Real surprised you are all acting like these are bad deals....
$435 for 90 trips
$235 for 30 trips
$600 for 80 trips

And then you're like 'gonna gross 1100 and this week was slow'

With these deals you'd gross 1100 just on the weekend.

A trip worth $3.20 normally, assuming you get the bonus which is sorta tough but I've never missed one if I worked 12-14 hrs each day, becomes worth like $8.20, $11.20, $10.20 in this examples. The cost is the same. Min fare trips become great rides (assuming pickup isn't too far but you know how busy your area is and what you shouldn't take)

If your profit on a $3.20 fare was a dollar before the trips value just increased by like 500% at least.

And best of all it comes out of Uber's pocket. Probably the real reason I even do it. If 10 peons do 7 trips Uber makes their 435/235/600 but if I do those 70 trips then I take that from them?
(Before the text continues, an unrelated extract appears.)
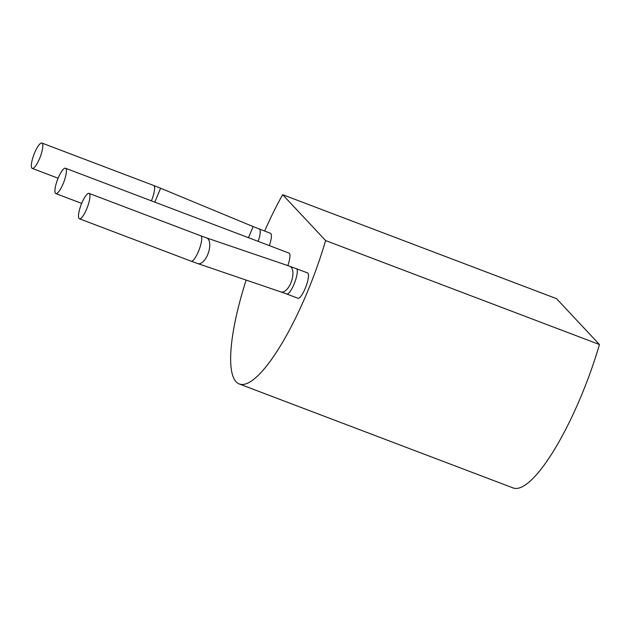 <?xml version="1.0" encoding="UTF-8"?>
<svg xmlns="http://www.w3.org/2000/svg" width="631" height="631" viewBox="0 0 631 631"><rect width="100%" height="100%" fill="white"/><g stroke="black" fill="none" stroke-linecap="round" stroke-linejoin="round"><path stroke-width="0.95" d="M65.474 168.225A13.574 3.352 -69.2 0 0 58.123 178.202A13.574 3.352 -69.2 0 0 55.843 193.599A13.574 3.352 -69.2 0 0 63.794 182.099A13.574 3.352 -69.2 0 0 65.474 168.225L289.014 253.086A13.574 3.352 110.8 0 1 287.831 265.596M325.612 240.569L282.664 194.695L556.503 298.652L599.45 344.526L325.612 240.569A126.46 31.235 -69.2 0 1 239.315 383.995L513.153 487.952A126.46 31.235 110.8 0 0 599.45 344.526M282.664 194.695A126.46 31.235 -69.2 0 0 264.649 231.064M246.129 280.061A126.46 31.235 -69.2 0 0 239.315 383.995M296.373 268.64A13.574 3.352 -69.2 0 1 294.093 284.037A13.574 3.352 -69.2 0 1 286.742 294.014L297.919 298.258A13.574 3.352 -69.2 0 0 305.27 288.28A13.574 3.352 -69.2 0 0 307.549 272.884L289.708 266.235A13.574 6.523 108.8 0 1 290.891 282.877A13.574 6.523 108.8 0 1 280.961 291.932L197.826 263.6A13.574 6.523 -71.2 0 0 207.741 254.545A13.574 6.523 -71.2 0 0 206.582 237.911L289.716 266.235M81.691 203.379A13.574 3.352 110.8 0 1 89.042 193.394A13.574 3.352 110.8 0 1 86.755 208.79A13.574 3.352 110.8 0 1 79.411 218.776A13.574 3.352 110.8 0 1 81.691 203.379M269.358 245.617A13.574 3.352 -69.2 0 0 270.478 233.281L253.134 226.584L248.488 237.698M39.619 158.436A13.574 3.352 110.8 0 1 32.276 168.422A13.574 3.352 110.8 0 1 34.555 153.025A13.574 3.352 110.8 0 1 41.906 143.048A13.574 3.352 110.8 0 1 39.619 158.436M154.816 202.133L160.613 188.235L253.126 226.584M89.042 193.394L200.816 235.828A13.574 3.352 110.8 0 1 198.528 251.217A13.574 3.352 110.8 0 1 191.177 261.202L79.411 218.776M258.182 241.373A13.574 3.352 -69.2 0 0 259.302 229.037M41.906 143.048L153.68 185.475A13.574 3.352 110.8 0 1 151.408 200.839M55.843 193.599L81.683 203.403M286.734 294.007L280.961 291.932M197.826 263.592L191.177 261.202M206.574 237.903L200.808 235.828M32.276 168.422L58.115 178.234M160.613 188.235L153.68 185.475"/></g></svg>

Shieeeet the thought gets me out the bed in the morning.


----------



## wallae (Jun 11, 2018)

Shynrix said:


> Real surprised you are all acting like these are bad deals....
> $435 for 90 trips
> $235 for 30 trips
> $600 for 80 trips
> ...


1) I don't get that deal
2) Even if I did: while home and hanging out on Friday between 3 and 9 PM with the app on I got exactly 4 rides. 
I was lucky to hit 20 rides over the whole weekend


----------



## Shynrix (Aug 15, 2014)

Then I probably wasn't talking to you~ but just to be clear for everyone else, I mean if you have the offers and know a reasonably busy place you can expect 2 rides an hour~ where I live now I can expect that but I lived 20 mins NW of here and would be lucky to get a request every 2 hours if I stayed at home.


----------



## wallae (Jun 11, 2018)

Shynrix said:


> Then I probably wasn't talking to you~ but just to be clear for everyone else, I mean if you have the offers and know a reasonably busy place you can expect 2 rides an hour~ where I live now I can expect that but I lived 20 mins NW of here and would be lucky to get a request every 2 hours if I stayed at home.


From my home. 
Where would I go? To the country &#128515;


----------



## 58756 (May 30, 2016)

Shynrix said:


> Real surprised you are all acting like these are bad deals....
> $435 for 90 trips
> $235 for 30 trips
> $600 for 80 trips
> ...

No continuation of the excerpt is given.